Your Atoms Are Already Ancient

The essay focuses on energy, but the story of matter is equally striking. Nearly every element in your body heavier than hydrogen was forged inside a star. Anything heavier than iron traveled through at least one supernova before ending up in you. This constant reprocessing of elements, sometimes called galactic chemical evolution, has been ongoing for roughly 13 billion years. Our solar system formed only 4.5 billion years ago from the debris of earlier stellar generations.

Your carbon, your oxygen, your calcium, your iron: all of it existed long before you were born and will exist long after. Death doesn’t end the matter that composed you. It returns it to the same cycle that built you in the first place.

The Block Universe and the Permanence of Now

There’s a deeper layer of physics that Freeman didn’t mention but that physicists sometimes raise in conversations about mortality. Einstein’s theory of relativity supports a model called the block universe, in which past, present, and future are equally real. Time, in this framework, works like space. France doesn’t stop existing because you’re standing in England. By the same logic, moments that aren’t “now” don’t stop existing just because you’ve moved past them.

If this model is accurate, every moment of a person’s life is permanently embedded in the structure of spacetime. Your wedding, your child’s first steps, a Tuesday afternoon when nothing happened: all of it remains as real as the present moment, just located at a different coordinate in time. Death, in this view, is less like a candle going out and more like reaching the edge of a region on a map. The region doesn’t disappear because you’ve left it.

What Physics Cannot Preserve

It would be dishonest to stop there. The laws of thermodynamics guarantee that your energy persists, but they do not guarantee that the organized pattern of that energy, the specific arrangement that made you “you,” survives. Physicists distinguish between energy conservation and information conservation, and the second is far murkier in biological systems.

Naturally occurring processes are irreversible. When a book burns, the ash and smoke still contain the same energy and atoms as the original pages, but the information printed on those pages is gone if no other copy exists. The same principle applies to the intricate neural patterns, molecular structures, and biological organization that constituted a living person. The second law of thermodynamics tells us that entropy, the measure of disorder, increases in every natural process. Your energy endures, but its particular arrangement scatters irreversibly.

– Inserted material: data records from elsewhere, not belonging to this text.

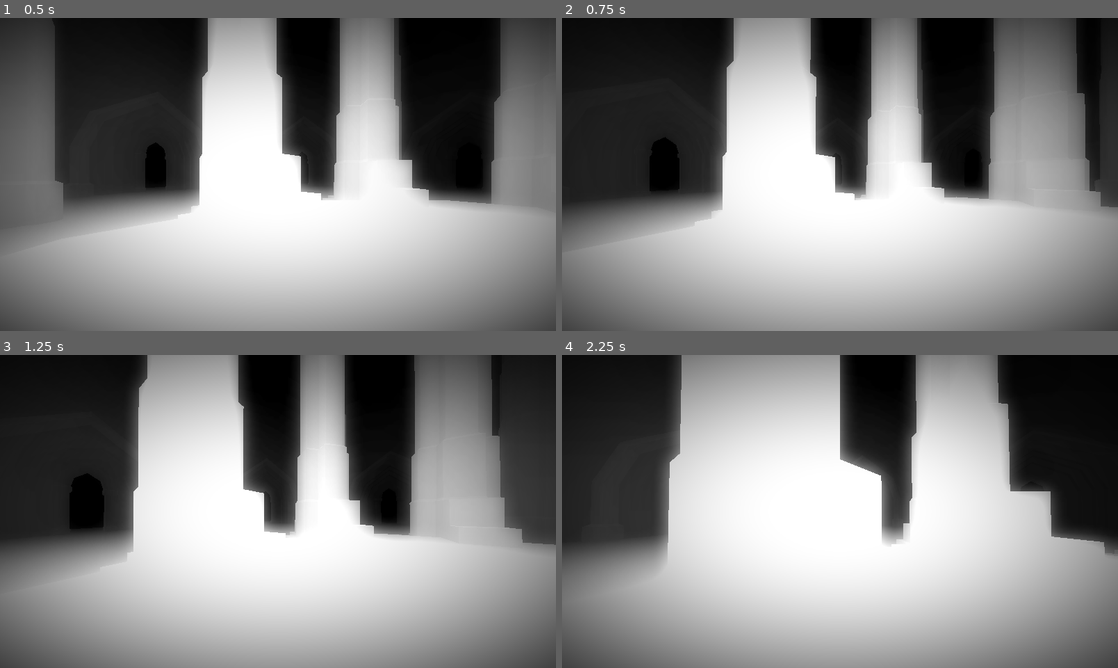
Above: before the commit, frames 1-4 (two rows, left to right).
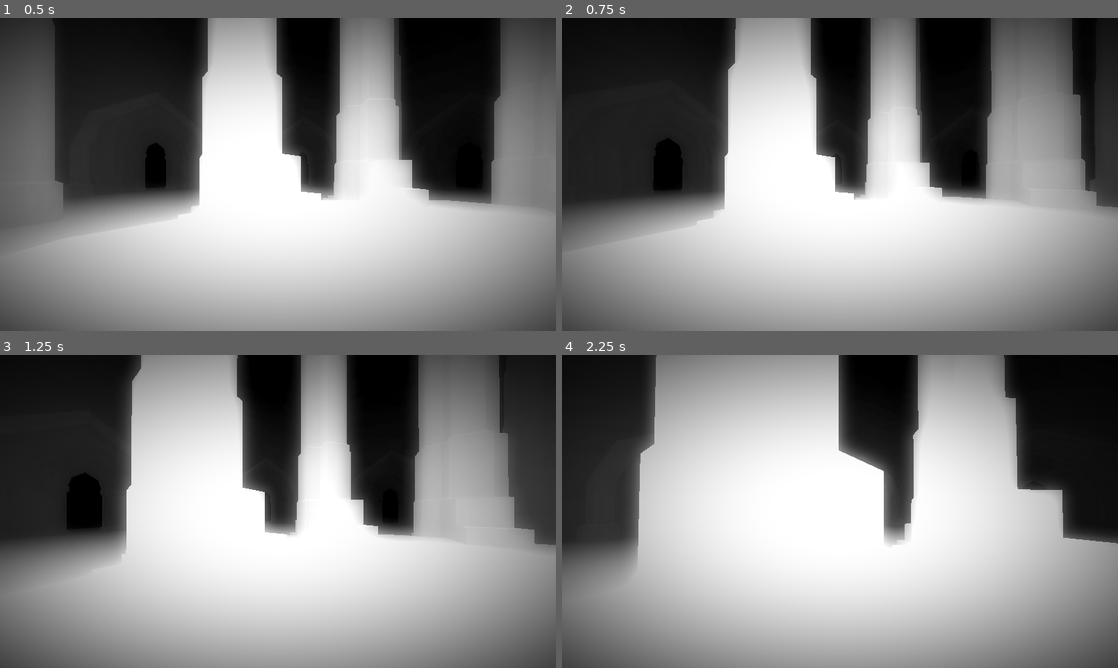
Above: after the commit, the same moments.

Repository: init-Sense/octant
Game: Godot game, scene res://scenes/level/octagon.tscn
Same seed, same stepped clock (60 frames per second), same inputs: the game is played once before the commit and once after it.
Inputs (mouse positions are in pixels of both pictures, inside the frame that each line leads up to):
- Up to frame 1 (0.5 s): no input
- Up to frame 2 (0.75 s): move the mouse to (867, 174) at 0.52 s; hold W (move_forward) from 0.53 s (still down); tap Shift (run) at 0.6 s
- Up to frame 3 (1.25 s): keep holding W (move_forward)
- Up to frame 4 (2.25 s): keep holding W (move_forward); move the mouse to (812, 511) at 1.27 s; tap Shift (run) at 1.35, 2.1 s; move the mouse to (851, 505) at 2.02 s

Frame 1 is identical in both runs. In frame 2, 1.5% of the frame differs, in the area x 15-99%, y 0-66%; in frame 3, 3.3%; in frame 4, 6.6%, in the area x 12-100%, y 0-70%.

Commit message:
refactor: Added previous state tracking for other states in player script

Diff:
--- a/scripts/player/inputs.gd
+++ b/scripts/player/inputs.gd
@@ -19,14 +19,13 @@
 #region VARIABLES
 var last_sprint_tap_time: float = 0.0
 var sprint_tap_count: int = 0
-var is_jumping: bool = false
 #endregion
 
 
 func _input(_event) -> void:
 	handle_jump_input()
 
-	if is_jumping:
+	if player.is_charging_jump():
 		handle_movement_during_jump()
 	else:
 		handle_movement_input()
@@ -37,25 +36,36 @@
 #region JUMP HANDLING
 func handle_jump_input() -> void:
 	if Input.is_action_pressed("move_forward") and Input.is_action_pressed("move_backward"):
-		if not player.is_jumping():
-			player.set_jumping()
+		if not player.is_charging_jump():
 			jump.start_charge()
-			if Input.is_action_pressed("move_forward") and player.is_forward():
-				movement.forward()
-			elif Input.is_action_pressed("move_backward") and player.is_backward():
-				movement.backward()
-			else:
-				movement.still()
-	elif not Input.is_action_pressed("move_forward") or not Input.is_action_pressed("move_backward"):
-		jump.release_jump()
+	else:
+		if player.is_charging_jump():
+			jump.release_jump()
+			reset_movement()
 
-		if not Input.is_action_pressed("move_forward") and not Input.is_action_pressed("move_backward"):
-			movement.still()
 
 func handle_movement_during_jump() -> void:
-	if Input.is_action_pressed("move_forward") and player.is_forward():
+	if not player.is_charging_jump():
+		return
+
+	if player.is_forward():
+		if Input.is_action_pressed("move_forward"):
+			movement.forward()
+		else:
+			movement.still()
+	elif player.is_backward():
+		if Input.is_action_pressed("move_backward"):
+			movement.backward()
+		else:
+			movement.still()
+	elif player.is_still() and player.is_idle():
+		movement.still()
+
+
+func reset_movement() -> void:
+	if Input.is_action_pressed("move_forward"):
 		movement.forward()
-	elif Input.is_action_pressed("move_backward") and player.is_backward():
+	elif Input.is_action_pressed("move_backward"):
 		movement.backward()
 	else:
 		movement.still()
@@ -64,14 +74,15 @@
 
 #region MOVEMENT HANDLING
 func handle_movement_input() -> void:
-	if Input.is_action_pressed("move_forward"):
-		movement.forward()
-	elif Input.is_action_pressed("move_backward"):
-		movement.backward()
-	else:
-		movement.still()
+	if not player.is_charging_jump():
+		if Input.is_action_pressed("move_forward"):
+			movement.forward()
+		elif Input.is_action_pressed("move_backward"):
+			movement.backward()
+		else:
+			movement.still()
 
-	motion.update_movement_state()
+		motion.update_movement_state()
 #endregion
 
 
--- a/scripts/player/jump.gd
+++ b/scripts/player/jump.gd
@@ -3,7 +3,7 @@
 
 
 #region NODES
-@onready var player: CharacterBody3D = $"../.."
+@onready var player: Player = $"../.."
 @onready var direction: Movement = %Direction
 @onready var motion: Motion = %Motion
 @onready var head: Node3D = %Head
@@ -58,7 +58,6 @@
 
 #region CHARGE VARIABLES
 var charge_start_time: float = 0.0
-var is_charging: bool = false
 var current_charge: float = 0.0
 #endregion
 
@@ -102,13 +101,13 @@
 #region JUMP MECHANICS
 func start_charge() -> void:
 	if (not player.is_jumping() and player.is_on_floor() or climb._snapped_to_stairs_last_frame) or can_coyote_jump:
-		is_charging = true
+		player.set_charging_jump()
 		charge_start_time = Time.get_ticks_msec() / 1000.0
 		current_charge = 0.0
 
 
 func release_jump() -> void:
-	if is_charging:
+	if player.is_charging_jump():
 		if (player.is_on_floor() or climb._snapped_to_stairs_last_frame) or can_coyote_jump:
 			is_jump_requested = true
 			horizontal_momentum = Vector2(direction.velocity_vector.x, direction.velocity_vector.z)
@@ -117,11 +116,11 @@
 			can_coyote_jump = false
 		else:
 			cancel_jump()
-		is_charging = false
+		player.set_no_action()
 
 
 func cancel_jump() -> void:
-	is_charging = false
+	player.set_no_action()
 	current_charge = 0.0
 
 
@@ -145,15 +144,15 @@
 #region MOVEMENT CONTROL
 func apply_midair_control(delta: float) -> void:
 	if not player.is_on_floor():
-		var input_dir = get_input_direction()
+		var input_dir: Vector2 = get_input_direction()
 		var target_velocity: Vector3
 
 		if input_dir.length() > 0.1:
 			target_velocity = direction.target_velocity * MIDAIR_CONTROL
 		else:
-			var momentum_speed = clamp(initial_speed, MIN_MOMENTUM_SPEED, MAX_MOMENTUM_SPEED)
-			var momentum_factor = inverse_lerp(MIN_MOMENTUM_SPEED, MAX_MOMENTUM_SPEED, momentum_speed)
-			var preserved_speed = lerp(MIN_MOMENTUM_SPEED, initial_speed, momentum_factor) * MOMENTUM_REDUCTION_FACTOR
+			var momentum_speed         = clamp(initial_speed, MIN_MOMENTUM_SPEED, MAX_MOMENTUM_SPEED)
+			var momentum_factor: float = inverse_lerp(MIN_MOMENTUM_SPEED, MAX_MOMENTUM_SPEED, momentum_speed)
+			var preserved_speed        = lerp(MIN_MOMENTUM_SPEED, initial_speed, momentum_factor) * MOMENTUM_REDUCTION_FACTOR
 			target_velocity = Vector3(horizontal_momentum.x, 0, horizontal_momentum.y).normalized() * preserved_speed
 
 		direction.velocity_vector.x = move_toward(direction.velocity_vector.x, target_velocity.x, motion.DECELERATION * delta)
@@ -162,7 +161,7 @@
 
 func apply_momentum(delta: float) -> void:
 	if not (player.is_on_floor() or climb._snapped_to_stairs_last_frame):
-		var reduced_momentum = jump_momentum * MOMENTUM_REDUCTION_FACTOR
+		var reduced_momentum: Vector3 = jump_momentum * MOMENTUM_REDUCTION_FACTOR
 		direction.velocity_vector = direction.velocity_vector.lerp(reduced_momentum, MOMENTUM_FACTOR * delta)
 
 
@@ -176,7 +175,7 @@
 			emit_signal("landed")
 		can_coyote_jump = true
 		coyote_timer = 0.0
-	elif is_charging and not (player.is_on_floor() or climb._snapped_to_stairs_last_frame) and not can_coyote_jump:
+	elif player.is_charging_jump() and not (player.is_on_floor() or climb._snapped_to_stairs_last_frame) and not can_coyote_jump:
 		cancel_jump()
 
 func update_coyote_time(delta: float) -> void:
@@ -189,10 +188,10 @@
 
 #region VISUAL FEEDBACK
 func update_charge_offset(delta: float) -> void:
-	var target_offset = 0.0
-	if is_charging:
+	var target_offset: float = 0.0
+	if player.is_charging_jump():
 		current_charge = min(current_charge + delta, MAX_CHARGE_TIME)
-		var charge_progress = current_charge / MAX_CHARGE_TIME
+		var charge_progress: float = current_charge / MAX_CHARGE_TIME
 		target_offset = -(charge_progress * HEAD_CHARGE_OFFSET)
 
 	charge_offset = move_toward(charge_offset, target_offset, delta * 2)
--- a/scripts/player/motion.gd
+++ b/scripts/player/motion.gd
@@ -14,7 +14,7 @@
 const SPRINT_SPEED: float = 8.0
 const WALKING_SPEED: float = 3.0
 const SNEAKING_SPEED: float = 1.5
-const WALK_DELAY: float = 0.2
+const WALK_DELAY: float = 0.1
 #endregion
 
 
@@ -81,26 +81,23 @@
 
 
 func update_movement_state() -> void:
-	var input_dir: Vector3 = direction.get_input_dir()
-
-	if input_dir == Vector3.ZERO:
+	if player.is_still():
 		idle()
 	elif player.is_crouching() or player.is_crouched():
 		sneak()
-	elif is_sprinting and not player.is_crouched():
+	elif player.is_running() and not player.is_crouched():
 		run()
 	else:
 		walk()
 
 
 func start_sprint() -> void:
-	is_sprinting = true
+	player.set_running()
 	is_walk_delayed = false
 	update_movement_state()
 
 
 func stop_sprint() -> void:
-	is_sprinting = false
 	update_movement_state()
 
 
--- a/scripts/player/player.gd
+++ b/scripts/player/player.gd
@@ -27,6 +27,7 @@
 
 enum ActionState {
 	NOTHING,
+	CHARGING_JUMP,
 	JUMPING,
 	# FLYING,
 	# SWIMMING...
@@ -35,7 +36,7 @@
 
 
 #region INITIAL STATES
-@onready var direction_state: MovementState = MovementState.STILL
+@onready var movement_state: MovementState = MovementState.STILL
 @onready var motion_state: MotionState = MotionState.IDLE
 @onready var position_state: PositionState = PositionState.STANDING
 @onready var action_state: ActionState = ActionState.NOTHING
@@ -44,6 +45,7 @@
 
 #region PREVIOUS STATES
 @onready var previous_motion_state: MotionState = MotionState.IDLE
+@onready var previous_movement_state: MovementState = MovementState.STILL
 #endregion
 
 
@@ -65,15 +67,19 @@
 
 
 #region GENERIC SETTERS
-func set_direction_state(state: MovementState) -> void:
-	if state != direction_state:
-		direction_state = state
-		print("Direction -> ", get_direction_value())
+func set_movement_state(state: MovementState) -> void:
+	if state != movement_state:
+		previous_movement_state = movement_state
+		movement_state = state
+		print("Movement -> ", get_movement_value())
+		print("Previous Movement -> ", get_previous_movement_value())
+
 
 func set_action_state(state: ActionState) -> void:
 	if state != action_state:
 		action_state = state
 		print("Action -> ", get_action_value())
+
 
 func set_motion_state(state: MotionState) -> void:
 	if state != motion_state:
@@ -82,6 +88,7 @@
 		print("Motion -> ", get_motion_value())
 		print("Previous Motion -> ", get_previous_motion_value())
 
+
 func set_position_state(state: PositionState) -> void:
 	if state != position_state:
 		position_state = state
@@ -89,17 +96,17 @@
 #endregion
 
 
-#region DIRECTION SETTERS
+#region MOVEMENT SETTERS
 func set_still() -> void:
-	set_direction_state(MovementState.STILL)
+	set_movement_state(MovementState.STILL)
 
 
 func set_forward() -> void:
-	set_direction_state(MovementState.FORWARD)
+	set_movement_state(MovementState.FORWARD)
 
 
 func set_backward() -> void:
-	set_direction_state(MovementState.BACKWARD)
+	set_movement_state(MovementState.BACKWARD)
 #endregion
 
 
@@ -107,11 +114,14 @@
 func set_idle() -> void:
 	set_motion_state(MotionState.IDLE)
 
+
 func set_walking() -> void:
 	set_motion_state(MotionState.WALKING)
 
+
 func set_sneaking() -> void:
 	set_motion_state(MotionState.SNEAKING)
+
 
 func set_running() -> void:
 	set_motion_state(MotionState.RUNNING)
@@ -122,6 +132,8 @@
 func set_no_action() -> void:
 	set_action_state(ActionState.NOTHING)
 
+func set_charging_jump() -> void:
+	set_action_state(ActionState.CHARGING_JUMP)
 
 func set_jumping() -> void:
 	set_action_state(ActionState.JUMPING)
@@ -143,8 +155,20 @@
 
 
 #region GENERIC GETTERS
-func get_direction_value() -> String:
-	match direction_state:
+func get_movement_value() -> String:
+	match movement_state:
+		MovementState.STILL:
+			return "STILL"
+		MovementState.FORWARD:
+			return "FORWARD"
+		MovementState.BACKWARD:
+			return "BACKWARD"
+		_:
+			return "UNKNOWN"
+
+
+func get_previous_movement_value() -> String:
+	match previous_movement_state:
 		MovementState.STILL:
 			return "STILL"
 		MovementState.FORWARD:
@@ -187,6 +211,8 @@
 	match action_state:
 		ActionState.NOTHING:
 			return "NOTHING"
+		ActionState.CHARGING_JUMP:
+			return "CHARGING_JUMP"
 		ActionState.JUMPING:
 			return "JUMPING"
 		_:
@@ -206,21 +232,37 @@
 #endregion
 
 
-#region DIRECTION GETTERS
+#region MOVEMENT GETTERS
 func is_still() -> bool:
-	return direction_state == MovementState.STILL
+	return movement_state == MovementState.STILL
 
 
 func has_direction() -> bool:
-	return direction_state in [MovementState.FORWARD, MovementState.BACKWARD]
+	return movement_state in [MovementState.FORWARD, MovementState.BACKWARD]
 
 
 func is_forward() -> bool:
-	return direction_state == MovementState.FORWARD
+	return movement_state == MovementState.FORWARD
 
 
 func is_backward() -> bool:
-	return direction_state == MovementState.BACKWARD
+	return movement_state == MovementState.BACKWARD
+
+
+func was_still() -> bool:
+	return previous_movement_state == MovementState.STILL
+
+
+func had_direction() -> bool:
+	return previous_movement_state in [MovementState.FORWARD, MovementState.BACKWARD]
+
+
+func was_forward() -> bool:
+	return previous_movement_state == MovementState.FORWARD
+
+
+func was_backward() -> bool:
+	return previous_movement_state == MovementState.BACKWARD
 #endregion
 
 
@@ -229,29 +271,38 @@
 func is_idle() -> bool:
 	return motion_state == MotionState.IDLE
 
+
 func is_walking() -> bool:
 	return motion_state == MotionState.WALKING
 
+
 func is_sneaking() -> bool:
 	return motion_state == MotionState.SNEAKING
 
+
 func is_running() -> bool:
 	return motion_state == MotionState.RUNNING
 
+
 func in_motion() -> bool:
 	return motion_state in [MotionState.WALKING, MotionState.SNEAKING, MotionState.RUNNING]
 
+
 func was_idle() -> bool:
 	return previous_motion_state == MotionState.IDLE
 
+
 func was_walking() -> bool:
 	return previous_motion_state == MotionState.WALKING
 
+
 func was_sneaking() -> bool:
 	return previous_motion_state == MotionState.SNEAKING
 
+
 func was_running() -> bool:
 	return previous_motion_state == MotionState.RUNNING
+
 
 func was_in_motion() -> bool:
 	return previous_motion_state in [MotionState.WALKING, MotionState.SNEAKING, MotionState.RUNNING]
@@ -263,6 +314,10 @@
 	return action_state == ActionState.NOTHING
 
 
+func is_charging_jump() -> bool:
+	return action_state == ActionState.CHARGING_JUMP
+
+
 func is_jumping() -> bool:
 	return action_state == ActionState.JUMPING
 #endregion

This is, paradoxically, part of what makes Freeman’s essay so effective. It doesn’t promise resurrection or reunion. It doesn’t claim the person is “still out there” in any conscious sense. It claims something more modest and more unassailable: the physical stuff that was them has not left the universe. Every interaction they ever had with another particle left a permanent mark on that particle’s trajectory. The warmth they radiated was absorbed by the walls and the furniture and the skin of the people who loved them.

Why It Resonates

Grief often comes with a feeling of absolute absence, the sense that someone has been subtracted from the world entirely. Freeman’s essay pushes back against that feeling with the authority of measured, tested, repeatable science. It says: the universe does not subtract. It redistributes.

Living systems maintain themselves far from thermodynamic equilibrium, actively fighting the tendency toward disorder by pulling in energy from their environment. Death is the moment that fight ends and the system relaxes toward equilibrium with its surroundings. But “equilibrium with your surroundings” is not the same as “gone.” It means your energy has joined the energy of everything around you. The boundary between you and the rest of the world, which was always somewhat artificial at the atomic level, simply dissolves.

The essay has been read at actual funerals, printed on memorial cards, and shared millions of times online because it offers something rare: comfort that doesn’t require you to believe anything unverified. You don’t have to accept it on faith. You can check it with a calorimeter.